Jul 25 2011
A chance discovery of a genetic mutation in wild barley that grows in Israel’s Judean Desert, in the course of a doctoral study at the University of Haifa, has led to an international study deciphering evolution of life on land. The study has been published in the prestigious journal PNAS. “Life on Earth began in the water, and in order for plants to rise above water to live on land, they had to develop a cuticle membrane that would protect them from uncontrolled evaporation and dehydration. “In our study we discovered a completely new gene that along with other genes contributes to the formation of this cuticle,” said Prof. Eviatar Nevo of the Institute of Evolution of the University of Haifa, who took part in the study.
In the course of doctoral research carried out by Guoxiong Chen, which began at the University of Haifa in 2000 under the supervision of Prof.
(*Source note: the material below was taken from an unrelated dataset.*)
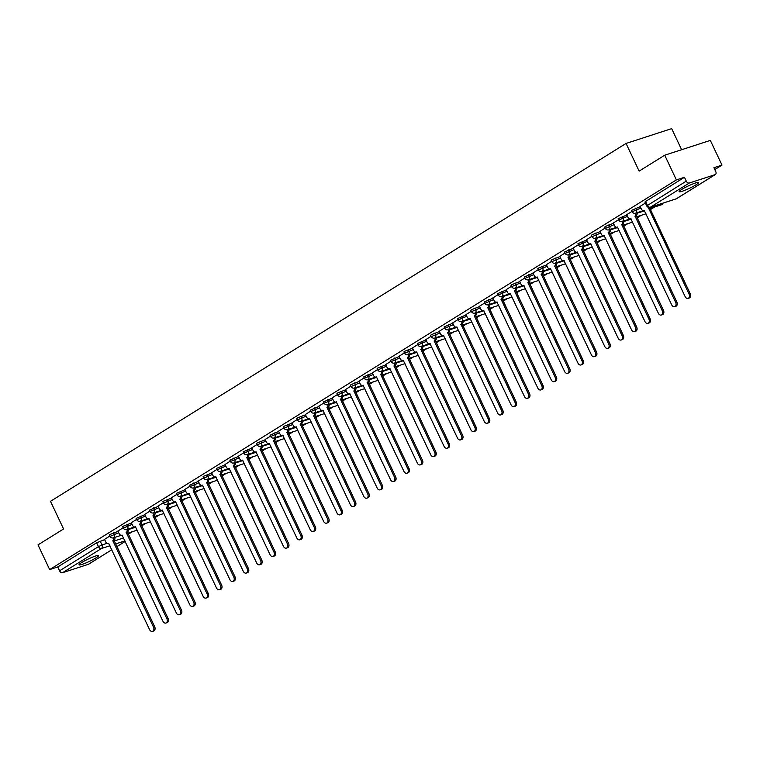 <?xml version="1.0" encoding="UTF-8"?>
<svg xmlns="http://www.w3.org/2000/svg" width="760" height="760" viewBox="0 0 760 760"><rect width="100%" height="100%" fill="white"/><g stroke="black" fill="none" stroke-linecap="round" stroke-linejoin="round"><path stroke-width="1.14" d="M118.047 531.344L110.019 534.461L109.345 535.049L109.981 536.417L118.693 532.712M131.442 523.022L123.405 526.139L122.73 526.727L123.376 528.096L132.088 524.381M144.827 514.691L136.116 518.406L136.762 519.764L145.474 516.059M158.213 506.369L149.511 510.074L150.157 511.442L158.859 507.737M171.608 498.047L163.571 501.163L162.897 501.752L163.542 503.12L172.254 499.406M184.993 489.715L176.282 493.43L176.928 494.788L185.639 491.083M198.388 481.394L189.677 485.099L190.323 486.466L199.034 482.762M211.774 473.072L203.737 476.188L203.062 476.776L203.708 478.144L212.42 474.43M225.159 464.74L216.457 468.454L217.103 469.813L225.805 466.108M238.554 456.418L229.843 460.123L230.489 461.491L239.2 457.786M251.94 448.096L243.228 451.801L243.874 453.169L252.586 449.464M265.335 439.774L257.298 442.89L256.623 443.479L257.269 444.847L265.981 441.132M278.72 431.442L270.009 435.157L270.655 436.515L279.366 432.81M292.106 423.12L284.078 426.236L283.404 426.825L284.041 428.193L292.752 424.488M305.501 414.798L297.464 417.915L296.79 418.503L297.435 419.872L306.147 416.157M318.887 406.467L310.175 410.181L310.821 411.54L319.533 407.835M332.281 398.145L323.57 401.85L324.216 403.218L332.918 399.513M345.667 389.823L337.63 392.939L336.955 393.528L337.601 394.896L346.313 391.181M359.052 381.491L351.025 384.617L350.351 385.206L350.987 386.565L359.698 382.859M372.447 373.169L363.736 376.874L364.382 378.242L373.094 374.537M385.833 364.847L377.805 367.963L377.122 368.552L377.767 369.92L386.479 366.206M399.219 356.516L390.516 360.231L391.162 361.589L399.865 357.884M412.613 348.194L404.577 351.31L403.902 351.899L404.548 353.267L413.259 349.562M425.999 339.872L417.287 343.577L417.933 344.945L426.645 341.24M439.394 331.55L431.357 334.666L430.683 335.255L431.328 336.623L440.04 332.909M452.779 323.219L444.068 326.933L444.714 328.291L453.425 324.587M466.165 314.897L457.463 318.601L458.109 319.969L466.811 316.264M479.56 306.574L471.523 309.69L470.849 310.279L471.494 311.647L480.206 307.933M492.945 298.243L484.234 301.957L484.88 303.316L493.591 299.611M506.34 289.921L497.629 293.626L498.275 294.994L506.986 291.289M519.726 281.599L511.689 284.715L511.014 285.304L511.661 286.672L520.372 282.957M533.111 273.267L524.409 276.982L525.056 278.341L533.758 274.635M546.506 264.945L538.469 268.062L537.795 268.651L538.441 270.019L547.153 266.313M559.892 256.623L551.864 259.74L551.181 260.328L551.827 261.697L560.538 257.991M573.287 248.302L564.575 252.006L565.221 253.374L573.923 249.66M586.672 239.97L577.961 243.684L578.607 245.043L587.318 241.338M600.058 231.648L592.031 234.764L591.356 235.353L591.992 236.721L600.704 233.016M613.453 223.326L605.416 226.442L604.741 227.031L605.387 228.399L614.099 224.684M626.838 214.994L618.127 218.709L618.773 220.067L627.484 216.362M640.233 206.673L631.522 210.377L632.168 211.745L640.87 208.041M695.998 184.803A10.792 1.311 154.7 0 0 698.639 182.505A10.792 1.311 154.7 0 0 692.227 184.195A10.792 1.311 154.7 0 0 681.767 189.42A10.792 1.311 154.7 0 0 679.136 191.719A10.792 1.311 154.7 0 0 685.548 190.019A10.792 1.311 154.7 0 0 695.998 184.803M95.893 557.925A10.792 1.311 154.7 0 0 98.524 555.626A10.792 1.311 154.7 0 0 92.112 557.327A10.792 1.311 154.7 0 0 81.662 562.542A10.792 1.311 154.7 0 0 79.021 564.851A10.792 1.311 154.7 0 0 85.434 563.15A10.792 1.311 154.7 0 0 95.893 557.925M128.288 534.251L132.458 531.658M141.673 525.929L145.853 523.336M155.068 517.598L159.239 515.005M168.454 509.276L172.634 506.683M181.849 500.954L186.019 498.361M195.234 492.632L199.405 490.029M208.62 484.3L212.8 481.707M222.015 475.978L226.185 473.385M235.4 467.656L239.581 465.053M248.795 459.325L252.966 456.731M262.181 451.003L266.351 448.409M275.566 442.681L279.747 440.087M288.962 434.349L293.132 431.756M302.347 426.027L306.527 423.434M315.742 417.705L319.912 415.112M329.127 409.383L333.298 406.78M342.513 401.052L346.693 398.459M355.908 392.73L360.078 390.137M369.293 384.408L373.474 381.805M382.679 376.077L386.859 373.483M396.074 367.755L400.244 365.161M409.459 359.433L413.639 356.829M422.854 351.101L427.025 348.507M436.24 342.779L440.41 340.185M449.625 334.457L453.805 331.863M463.02 326.125L467.191 323.532M476.406 317.803L480.586 315.21M489.801 309.481L493.971 306.888M503.186 301.159L507.357 298.556M516.572 292.828L520.752 290.234M529.967 284.506L534.137 281.912M543.352 276.184L547.533 273.581M556.747 267.852L560.918 265.259M570.133 259.53L574.303 256.937M583.519 251.208L587.698 248.615M596.913 242.877L601.084 240.284M610.299 234.555L614.479 231.961M623.694 226.233L627.864 223.639M637.079 217.911L641.25 215.308M650.465 209.579L654.645 206.986M714.799 169.584L722 165.11L713.925 167.722L715.749 171.57A2.764 1.89 58.1 0 1 715.378 174.515A2.764 1.89 58.1 0 1 715.093 174.648L689.282 183.027L650.399 207.204L676.219 198.825L715.093 174.648M681.635 149.72L671.669 128.63L626.059 143.441L639.141 171.114L664.715 155.211L676.39 179.911L49.675 569.582L38 544.882L63.574 528.979L50.492 501.306L626.059 143.441M664.715 155.211L710.325 140.41L722 165.11M88.91 563.986A2.764 1.89 -121.9 0 1 88.663 564.186A2.764 1.89 -121.9 0 1 88.379 564.319L62.567 572.698A2.764 1.89 -121.9 0 1 59.565 570.808L57.75 566.96L96.624 542.783L104.662 539.667M57.75 566.96L49.675 569.582M684.466 177.289L645.582 201.466L644.908 202.055L646.731 205.903L686.28 181.136L684.466 177.289L676.39 179.911M686.28 181.136A2.764 1.89 58.1 0 0 689.282 183.027M645.382 203.053L640.091 206.387M631.987 211.384L626.706 214.709M618.602 219.707L613.178 223.079L614.545 225.634A2.764 1.995 -108 0 0 617.111 227.192A2.764 1.995 -108 0 0 617.433 227.041L658.331 313.224A3.183 2.289 -108 0 0 661.285 315.02A3.183 2.289 -108 0 0 662.283 310.764L621.632 224.428A2.764 1.995 -108 0 0 622.392 221.435M605.216 228.028L599.925 231.363M591.822 236.35L586.539 239.685M578.436 244.682L573.011 248.054L574.37 250.601A2.764 1.995 -108 0 0 576.944 252.168A2.764 1.995 -108 0 0 577.267 252.016L618.165 338.2A3.183 2.289 -108 0 0 621.119 339.995A3.183 2.289 -108 0 0 622.117 335.74L581.466 249.403A2.764 1.995 -108 0 0 582.226 246.411M565.05 253.004L559.759 256.338M551.656 261.326L546.364 264.66M538.27 269.658L532.978 272.983M524.875 277.979L519.593 281.305M511.489 286.301L506.198 289.636M498.104 294.633L492.812 297.958M484.709 302.955L479.427 306.28M471.323 311.277L465.889 314.649L467.257 317.205A2.764 1.995 -108 0 0 469.832 318.763A2.764 1.995 -108 0 0 470.145 318.62L511.053 404.795A3.183 2.289 -108 0 0 514.007 406.59A3.183 2.289 -108 0 0 515.005 402.344L474.354 316.008A2.764 1.995 -108 0 0 475.114 313.006M457.928 319.608L452.647 322.933M444.543 327.93L439.251 331.255M431.158 336.252L425.866 339.587M417.762 344.574L412.481 347.909M404.377 352.906L399.085 356.231M390.982 361.228L385.7 364.562M377.596 369.55L372.305 372.884M364.211 377.881L358.777 381.254L360.145 383.8A2.764 1.995 -108 0 0 362.719 385.367A2.764 1.995 -108 0 0 363.033 385.215L403.94 471.399A3.183 2.289 -108 0 0 406.894 473.195A3.183 2.289 -108 0 0 407.882 468.939L367.241 382.603A2.764 1.995 -108 0 0 367.992 379.61M350.816 386.203L345.534 389.528M337.43 394.526L332.139 397.86M324.045 402.857L318.753 406.182M310.65 411.179L305.358 414.504M297.264 419.501L291.973 422.835M283.87 427.823L278.587 431.158M270.484 436.154L265.059 439.527L266.418 442.073A2.764 1.995 -108 0 0 268.992 443.64A2.764 1.995 -108 0 0 269.315 443.488L310.213 529.672A3.183 2.289 -108 0 0 313.167 531.468A3.183 2.289 -108 0 0 314.165 527.212L273.514 440.876A2.764 1.995 -108 0 0 274.274 437.883M257.099 444.476L251.807 447.811M243.703 452.798L238.421 456.133M230.318 461.13L225.026 464.455M216.923 469.452L211.641 472.777M203.537 477.774L198.246 481.108M190.152 486.105L184.861 489.431M176.757 494.428L171.475 497.752M163.371 502.75L157.947 506.122L159.305 508.678A2.764 1.995 -108 0 0 161.88 510.236A2.764 1.995 -108 0 0 162.203 510.093L203.1 596.267A3.183 2.289 -108 0 0 206.055 598.063A3.183 2.289 -108 0 0 207.052 593.817L166.402 507.481A2.764 1.995 -108 0 0 167.162 504.478M149.976 511.081L144.695 514.406M136.591 519.403L131.299 522.728M123.205 527.725L117.914 531.059M109.811 536.047L104.528 539.381M640.082 206.35L641.317 208.981A2.764 1.995 -108 0 0 643.891 210.548A2.764 1.995 -108 0 0 644.214 210.397L685.111 296.571A3.183 2.289 -108 0 0 688.066 298.376A3.183 2.289 -108 0 0 689.063 294.12L648.413 207.784A2.764 1.995 -108 0 0 648.793 207.451M648.289 207.86L649.467 207.48L690.241 293.731A3.183 2.289 72 0 1 689.253 297.986L688.066 298.376M626.686 214.681L627.931 217.303A2.764 1.995 -108 0 0 630.505 218.87A2.764 1.995 -108 0 0 630.819 218.718L671.726 304.902A3.183 2.289 -108 0 0 674.681 306.698A3.183 2.289 -108 0 0 675.668 302.442L635.028 216.106A2.764 1.995 -108 0 0 635.778 213.113M636.966 212.724A2.764 1.995 72 0 1 636.215 215.716L676.856 302.062A3.183 2.289 72 0 1 675.868 306.308L674.681 306.698M634.894 216.182L636.082 215.802M623.58 221.046A2.764 1.995 72 0 1 622.82 224.048L663.47 310.384A3.183 2.289 72 0 1 662.473 314.64L661.285 315.02M621.509 224.513L622.697 224.124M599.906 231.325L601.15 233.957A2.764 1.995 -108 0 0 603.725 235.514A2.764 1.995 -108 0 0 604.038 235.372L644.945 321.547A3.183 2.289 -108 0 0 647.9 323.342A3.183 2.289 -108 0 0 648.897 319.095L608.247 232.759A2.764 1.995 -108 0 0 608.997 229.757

Nevo, the Chinese doctoral student found a mutation of wild barley in the Judean Desert that was significantly smaller than regular wild barley. It was found that this mutation causes an abnormal increase in water loss because of a disruption in the production of the plant’s cutin that is secreted from the epidermal cells and is a component in the plant’s cuticle that reduces water loss and prevents the plant’s dehydration.
Guoxiong Chen has since returned to China and achieved full professorship while continuing his study of the Judean Desert’s wild barley for which he enrolled an international team of scholars from China, Japan, Switzerland and Israel. After about eight years of research, this team discovered a new gene that contributes to the production of cutin, which is found in all land plants but is either nonexistent or present in tiny amounts in aquatic plants. Chen called this new gene Eibi1, in honor of his supervisor, Prof. Nevo.
“This is one of the genes that contributed to the actual eventuality of life on land as we know it today. It is a key element in the adaptation process that aquatic plants underwent in order to live on land,” explained Prof. Nevo. Besides the evolutionary importance of this new gene, it is also of value in the future enhancement of cereals. According to Prof. Nevo, once we can fully understand the mechanism behind the production of cutin and discover genetic variants of the Eibi1 gene, we will have the ability to enhance the cuticle formation of wheat and barley species so as to make them more resistant to water loss and more durable in the dryer conditions on land. “Genetic enhancement of cultivated plants to make them durable in dry and saline conditions can increase food production around the world,” the researcher concluded.